Comment by argulane
It's mostly about performance. If you can store all the required info about the user inside the cookie then you can avoid a DB query roundtrip before sending a response.
Now that your cookie looks like this (probably also base64 encoded):
{"id": 42, "display_name": "John", "is_admin": false, "session_end_at":1726819411}
You don't have to hit the DB to display "Hi John" to the user and hide the jucy "Admin" panel. Without HMAC, an attacker could flip the "is_admin" boolean in the cookie.You could also create a cookie that is just random bytes
F2x8V0hExbWNMhYMCUqtMrdpSNQb9dwiSiUBId6T3jg
and then store it in a DB table with similar info but now you would have to query that table for each request. For small sites it doesn't matter much and if it becomes a problem you can quite easily move that info into a faster key-value store like Redis. And when Redis also becomes too slow you are forced to move to JSON Web Tokens (JWT) witch is just a more standardized base64 encoded json wrapped with HMAC to avoid querying a database for each request.But even if you are using random bytes as your session identifier, you should still wrap it in a HMAC so that you can drop invalid sessions early. Just for making it harder for someone to DDOS your DB.

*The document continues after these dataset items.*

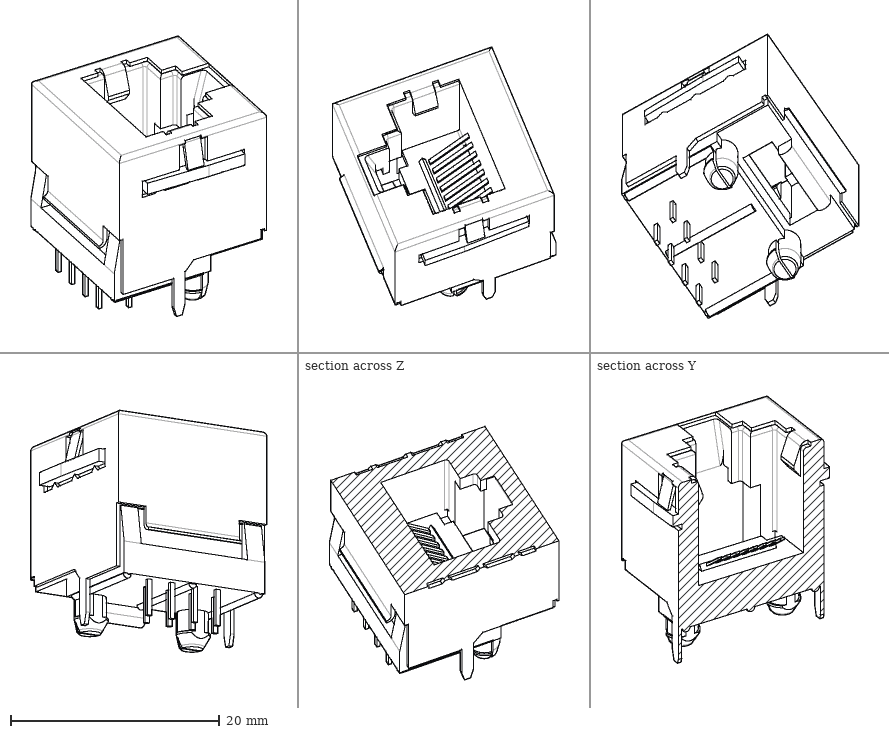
import cadquery as cq


overall_width = 18.04
shell_width = 16.6
shell_length = 16.45
top_z = 19.93
sheet = 0.42
edge_radius = 0.5
half_width = shell_width / 2
half_length = shell_length / 2
front_y = -half_length
back_y = half_length

housing_half_width = half_width - sheet
housing_front_y = front_y + sheet
housing_back_y = 8.0
housing_top_z = top_z - sheet
seat_z = 3.65
rear_bottom_z = 5.42
rear_step_y = 2.23
sill_y = -8.55
sill_top_z = 6.78

plug_half_width = 5.94
plug_front_y = -3.97
plug_back_y = 3.1
key_half_width = 3.1
key_back_y = 4.78
latch_half_width = 2.03
latch_top_y = 7.41
latch_bottom_y = 6.22
latch_slope_z = 14.95
floor_z = 7.97
well_half_width = 4.27

tongue_half_width = 5.22
tongue_bend_z = 9.0
tongue_reach = 0.48

spring_back_y = 0.88
spring_front_y = -1.47
spring_root_x = 6.48

side_spring_y = 0.04
side_window_top_z = 16.56
side_window_bottom_z = 14.75
strip_bottom_z = 15.29


def box(x0, x1, y0, y1, z0, z1):
    return cq.Workplane("XY").box(x1 - x0, y1 - y0, z1 - z0, centered=False).translate((x0, y0, z0))


def prism_x(points, x0, x1):
    """Extrude an outline of (y, z) points from x0 to x1."""
    return cq.Workplane("YZ").workplane(offset=x0).polyline(points).close().extrude(x1 - x0)


def prism_y(points, y0, y1):
    """Extrude an outline of (x, z) points from y0 to y1."""
    return cq.Workplane("XZ").workplane(offset=-y1).polyline(points).close().extrude(y1 - y0)


def prism_z(points, z0, z1):
    """Extrude an outline of (x, y) points from z0 to z1."""
    return cq.Workplane("XY").workplane(offset=z0).polyline(points).close().extrude(z1 - z0)


def with_mirror(solid, plane="YZ"):
    return solid.union(solid.mirror(plane))


def stepped_outline(right_side):
    """Close a right-hand run of (x, y) points with its mirror image."""
    return right_side + [(-x, y) for x, y in reversed(right_side)]


def make_shell():
    side_bottom_z = 4.42
    rear_bottom_edge_z = 5.84
    corner_notch_z = 10.66
    back_edge_z = 6.6
    rear_notch_z = 6.84
    rear_notch_y = 7.57
    tab_front_y, tab_back_y = -2.13, -0.9
    tab_taper_z, tab_tip_inset = 1.12, 0.3
    gusset_top_y, gusset_bottom_z = 0.08, 4.76

    block = box(-half_width, half_width, front_y, back_y, 0, top_z)
    block = block.faces(">Z").edges().fillet(edge_radius)
    inside = box(-housing_half_width, housing_half_width, housing_front_y, back_y - sheet, 0, housing_top_z)
    side_profile = [
        (front_y, top_z),
        (front_y, tongue_bend_z),
        (housing_front_y, tongue_bend_z),
        (housing_front_y, side_bottom_z),
        (tab_front_y, side_bottom_z),
        (tab_front_y, tab_taper_z),
        (tab_front_y + tab_tip_inset, 0),
        (tab_back_y - tab_tip_inset, 0),
        (tab_back_y, tab_taper_z),
        (tab_back_y, gusset_bottom_z),
        (gusset_top_y, rear_bottom_edge_z),
        (rear_notch_y, rear_bottom_edge_z),
        (rear_notch_y, rear_notch_z),
        (housing_back_y, rear_notch_z),
        (housing_back_y, back_edge_z),
        (back_y, back_edge_z),
        (back_y, top_z),
    ]
    shell = block.cut(inside).intersect(prism_x(side_profile, -half_width, half_width))
    front_corner = box(tongue_half_width, half_width, front_y, housing_front_y, 0, corner_notch_z)
    tongue_gap = box(-tongue_half_width, tongue_half_width, back_y - sheet, back_y, 0, tongue_bend_z)
    return shell.cut(with_mirror(front_corner)).cut(tongue_gap)


def make_tongue_lip():
    """Flared lower edge of the front snap tongue."""
    tip_y = front_y - tongue_reach
    tip_top_z, tip_bottom_z = 8.51, 8.25
    upper_mid = (front_y - 0.15, 8.65)
    lower_mid = (front_y + 0.08, 8.43)
    lip = (
        cq.Workplane("YZ")
        .workplane(offset=-tongue_half_width)
        .moveTo(housing_front_y, tongue_bend_z)
        .lineTo(front_y, tongue_bend_z)
        .threePointArc(upper_mid, (tip_y, tip_top_z))
        .lineTo(tip_y, tip_bottom_z)
        .threePointArc(lower_mid, (housing_front_y, tongue_bend_z))
        .close()
        .extrude(2 * tongue_half_width)
    )
    return lip


def make_top_opening():
    """Stepped opening in the shell top, with relief notches beside the inner springs."""
    side_gap, step_gap = 0.2, 0.32
    latch_back_y = 8.0
    outline = stepped_outline(
        [
            (plug_half_width + side_gap, plug_front_y),
            (plug_half_width + side_gap, plug_back_y + step_gap),
            (key_half_width + step_gap, plug_back_y + step_gap),
            (key_half_width + step_gap, key_back_y + side_gap),
            (latch_half_width + side_gap, key_back_y + side_gap),
            (latch_half_width + side_gap, latch_back_y),
        ]
    )
    opening = prism_z(outline, housing_top_z, top_z)
    notch_reach = 6.75
    notch_width = 0.6
    spans = (
        (spring_front_y - notch_width, spring_front_y, notch_reach),
        (spring_front_y, spring_back_y, spring_root_x),
        (spring_back_y, spring_back_y + notch_width, notch_reach),
    )
    for y0, y1, reach in spans:
        opening = opening.union(box(-reach, reach, y0, y1, housing_top_z, top_z))
    return opening


def make_inner_spring():
    """Bulged contact spring on the +X wall of the plug opening."""
    bend_mid = (6.15, 19.8)
    bend_end_x = 5.9
    nose_x = 5.18
    nose_top_z, nose_bottom_z = 17.54, 17.14
    heel_z = 16.15
    spring = (
        cq.Workplane("XZ")
        .workplane(offset=-spring_back_y)
        .moveTo(spring_root_x, top_z)
        .threePointArc(bend_mid, (bend_end_x, housing_top_z))
        .lineTo(nose_x, nose_top_z)
        .lineTo(nose_x, nose_bottom_z)
        .lineTo(plug_half_width, heel_z)
        .lineTo(spring_root_x, heel_z)
        .close()
        .extrude(spring_back_y - spring_front_y)
    )
    return spring


def make_side_window():
    """Recess through the +X sheet that frames the side spring."""
    half_window = 5.7
    channel_half = 1.55
    channel_top_z = 19.33
    slot_half = 0.9
    slot_top_z = 19.65
    tooth_half = 0.55
    tooth_pitch = 3.73
    x0, x1 = housing_half_width, half_width
    y0, y1 = side_spring_y - half_window, side_spring_y + half_window
    window = box(x0, x1, y0, y1, side_window_bottom_z, side_window_top_z)
    for i in (-1, 0, 1):
        y = side_spring_y + i * tooth_pitch
        tooth = [
            (y - tooth_half, side_window_bottom_z),
            (y + tooth_half, side_window_bottom_z),
            (y, strip_bottom_z),
        ]
        window = window.cut(prism_x(tooth, x0, x1))
    channel = box(x0, x1, -channel_half, channel_half, side_window_top_z, channel_top_z)
    slot = box(x0, x1, -slot_half, slot_half, channel_top_z, slot_top_z)
    return window.union(channel.union(slot).translate((0, side_spring_y, 0)))


def make_side_spring():
    """Long strip with a sloped leg on the +X side."""
    strip_half = 5.38
    bend_y = 1.35
    strip_reach = overall_width / 2
    taper_reach = 8.8
    leg_half = 0.9
    leg_top_z = 19.65
    leg_root_x = 7.93
    leg_bend_x, leg_bend_z = 8.13, 19.31
    leg_thickness = 0.32
    strip = prism_z(
        [
            (housing_half_width, -strip_half),
            (taper_reach, -strip_half),
            (strip_reach, bend_y),
            (strip_reach, strip_half),
            (housing_half_width, strip_half),
        ],
        strip_bottom_z,
        side_window_top_z,
    )
    leg = prism_y(
        [
            (leg_root_x - leg_thickness, leg_top_z),
            (leg_root_x, leg_top_z),
            (leg_bend_x, leg_bend_z),
            (taper_reach, side_window_top_z),
            (taper_reach - leg_thickness, side_window_top_z),
        ],
        -leg_half,
        leg_half,
    )
    return strip.union(leg.translate((0, side_spring_y, 0)))


def make_housing():
    wedge_top_z = 10.5
    wedge_top_y = -7.91
    wedge_inner_x = 5.95
    recess_depth = 0.3
    body = prism_x(
        [
            (housing_front_y, housing_top_z),
            (housing_front_y, sill_top_z),
            (sill_y, sill_top_z),
            (sill_y, seat_z),
            (rear_step_y, seat_z),
            (rear_step_y, rear_bottom_z),
            (housing_back_y, rear_bottom_z),
            (housing_back_y, housing_top_z),
        ],
        -housing_half_width,
        housing_half_width,
    )
    wedge = prism_x(
        [
            (housing_front_y, wedge_top_z),
            (wedge_top_y, wedge_top_z),
            (sill_y, sill_top_z),
            (housing_front_y, sill_top_z),
        ],
        wedge_inner_x,
        housing_half_width,
    )
    recess = box(
        -wedge_inner_x,
        wedge_inner_x,
        housing_front_y,
        housing_front_y + recess_depth,
        sill_top_z,
        wedge_top_z,
    )
    return body.union(with_mirror(wedge)).cut(recess)


def cut_plug_cavity(housing):
    """Cut the stepped plug opening, the sloped latch recess and the open well behind the plug."""
    corner_radius = 0.3
    lead_in_radius = 0.35
    latch_radius = 0.4
    well_front_y = 2.93
    well_step_y = 5.42
    well_z = 13.55
    pocket_front_y = 1.97
    pocket_depth = 1.0

    plug = box(-plug_half_width, plug_half_width, plug_front_y, plug_back_y, floor_z, housing_top_z)
    plug = plug.edges("|Z and >Y").fillet(corner_radius)
    key = box(-key_half_width, key_half_width, 0, key_back_y, floor_z, housing_top_z)
    key = key.edges("|Z and >Y").fillet(corner_radius)
    housing = housing.cut(plug.union(key))

    margin = 0.2

    rim_zone = cq.selectors.BoxSelector(
        (-plug_half_width - margin, plug_front_y + margin, housing_top_z - margin),
        (plug_half_width + margin, key_back_y + margin, housing_top_z + margin),
    )
    housing = housing.faces(">Z").edges(rim_zone).fillet(lead_in_radius)

    latch = prism_x(
        [
            (0, well_z),
            (0, housing_top_z),
            (latch_top_y, housing_top_z),
            (latch_bottom_y, latch_slope_z),
            (latch_bottom_y, well_z),
        ],
        -latch_half_width,
        latch_half_width,
    )
    slope_zone = cq.selectors.BoxSelector(
        (-latch_half_width - margin, latch_bottom_y + margin, latch_slope_z),
        (latch_half_width + margin, latch_top_y, housing_top_z - margin),
    )
    latch = latch.edges("not |X").edges(slope_zone).fillet(latch_radius)
    well = prism_x(
        [
            (well_front_y, 0),
            (well_front_y, well_z),
            (well_step_y, well_z),
            (well_step_y, latch_slope_z),
            (latch_bottom_y, latch_slope_z),
            (latch_bottom_y, 0),
        ],
        -well_half_width,
        well_half_width,
    )
    pocket = box(
        well_half_width, plug_half_width, pocket_front_y, plug_back_y, floor_z - pocket_depth, floor_z
    )
    return housing.cut(latch).cut(well).cut(with_mirror(pocket))


def make_floor_cove():
    """Concave rounding where the +X side of the plug floor meets the front wall."""
    cove_radius = 0.24
    corner = box(
        well_half_width,
        plug_half_width,
        plug_front_y,
        plug_front_y + cove_radius,
        floor_z,
        floor_z + cove_radius,
    )
    hollow = (
        cq.Workplane("YZ")
        .workplane(offset=well_half_width)
        .center(plug_front_y + cove_radius, floor_z + cove_radius)
        .circle(cove_radius)
        .extrude(plug_half_width - well_half_width)
    )
    return corner.cut(hollow)


def make_contacts():
    """Row of sloped contact wires reaching from the front wall, and the ridge behind them."""
    contact_count = 8
    contact_pitch = 1.02
    contact_width = 0.44
    contact_thickness = 0.3
    contact_tip_y = 0.05
    tip_z, root_z = 8.77, 11.95
    ridge_back_y, ridge_peak_y, ridge_front_y = 0.88, 0.54, 0.2
    ridge_height = 0.6
    wire = [
        (contact_tip_y, tip_z),
        (plug_front_y, root_z),
        (plug_front_y, root_z - contact_thickness),
        (contact_tip_y, tip_z - contact_thickness),
    ]
    parts = prism_x(
        [(ridge_back_y, floor_z), (ridge_peak_y, floor_z + ridge_height), (ridge_front_y, floor_z)],
        -well_half_width,
        well_half_width,
    )
    for i in range(contact_count):
        x = (i - (contact_count - 1) / 2) * contact_pitch
        parts = parts.add(prism_x(wire, x - contact_width / 2, x + contact_width / 2))
    return parts.combine()


def make_pins():
    """Solder pins in two staggered rows."""
    pin_count = 8
    pin_pitch = 1.28
    pin_width = 0.48
    pin_thickness = 0.35
    pin_tip_z = 0.08
    front_row_y, back_row_y = -7.47, -4.88
    pins = cq.Workplane("XY").workplane(offset=pin_tip_z)
    for i in range(pin_count):
        x = (i - (pin_count - 1) / 2) * pin_pitch
        y = front_row_y if i % 2 == 0 else back_row_y
        pins = pins.moveTo(x, y).rect(pin_width, pin_thickness)
    return pins.extrude(seat_z - pin_tip_z)


def make_peg():
    """Split board-lock peg on the +X side: barbed front half and plain tapered back half."""
    peg_x, peg_y = 5.72, 1.47
    tip_z = 0.08
    round_z = 0.3
    barb_top_z, barb_bottom_z = 1.51, 1.3
    shaft_radius, barb_radius = 1.6, 1.77
    flat_depth = 1.51
    slit = 0.22
    tip_radius = 1.05
    front_round_radius, back_round_radius = 1.2, 1.25
    front_profile = [
        (0, tip_z),
        (tip_radius, tip_z),
        (front_round_radius, round_z),
        (barb_radius, barb_bottom_z),
        (barb_radius, barb_top_z),
        (shaft_radius, barb_top_z),
        (shaft_radius, seat_z),
        (0, seat_z),
    ]
    back_profile = [
        (0, tip_z),
        (tip_radius, tip_z),
        (back_round_radius, round_z),
        (flat_depth, barb_top_z),
        (flat_depth, rear_bottom_z),
        (0, rear_bottom_z),
    ]

    def turned(profile):
        return cq.Workplane("XZ").polyline(profile).close().revolve(360, (0, 0), (0, 1))

    front_zone = box(-barb_radius, barb_radius, -flat_depth, 0, 0, seat_z)
    back_zone = box(-barb_radius, barb_radius, slit, barb_radius, 0, rear_bottom_z)
    front_half = turned(front_profile).intersect(front_zone)
    back_half = turned(back_profile).intersect(back_zone)
    return front_half.union(back_half).translate((peg_x, peg_y, 0))


def make_standoffs():
    """Rounded ribs under the housing and the round-edged foot plate at the back."""
    rib_x = 7.35
    rib_half = 0.44
    rib_depth = 0.42
    rib_back_y = 1.47
    rib_chamfer = 0.3
    middle_setback = 0.32
    foot_half_width = 3.55
    foot_thickness = 1.51
    foot_radius = foot_thickness / 2
    foot_bottom_z = 3.23
    rib = (
        cq.Workplane("XZ")
        .workplane(offset=-rib_back_y)
        .moveTo(-rib_half, seat_z)
        .threePointArc((0, seat_z - rib_depth), (rib_half, seat_z))
        .close()
        .extrude(rib_back_y - sill_y)
    )
    foot = (
        cq.Workplane("YZ")
        .workplane(offset=-foot_half_width)
        .moveTo(housing_back_y, rear_bottom_z)
        .lineTo(housing_back_y, foot_bottom_z + foot_radius)
        .threePointArc(
            (housing_back_y - foot_radius, foot_bottom_z),
            (housing_back_y - foot_thickness, foot_bottom_z + foot_radius),
        )
        .lineTo(housing_back_y - foot_thickness, rear_bottom_z)
        .close()
        .extrude(2 * foot_half_width)
    )
    side_rib = rib.faces("<Y").edges("not |X").chamfer(rib_chamfer)
    middle_rib = rib.intersect(box(-rib_half, rib_half, sill_y + middle_setback, rib_back_y, 0, seat_z))
    return foot.union(middle_rib).union(with_mirror(side_rib.translate((rib_x, 0, 0))))


shell = make_shell().cut(make_top_opening()).cut(with_mirror(make_side_window()))
shell = shell.union(with_mirror(make_tongue_lip(), "XZ"))
housing = cut_plug_cavity(make_housing())

result = housing.union(shell)
for feature in (
    with_mirror(make_inner_spring()),
    with_mirror(make_side_spring()),
    with_mirror(make_floor_cove()),
    make_contacts(),
    make_standoffs(),
    make_pins(),
    with_mirror(make_peg()),
):
    result = result.union(feature)

Back in the Justin.tv days, we used this for some messages that were passed by the client between two of our systems: The main authentication was done by the web stack which gave the client an HMAC-signed viewing authorization. That was then passed on to the video servers which knew how to check the authorization but weren’t hooked up to the main DB.
Setting things up this way meant that we didn’t need to muck about with the video server code whenever we made policy changes as well as isolating the video system from web stack failures— If the web servers or DB went down, no new viewers could start up a stream but anyone already watching could continue uninterrupted.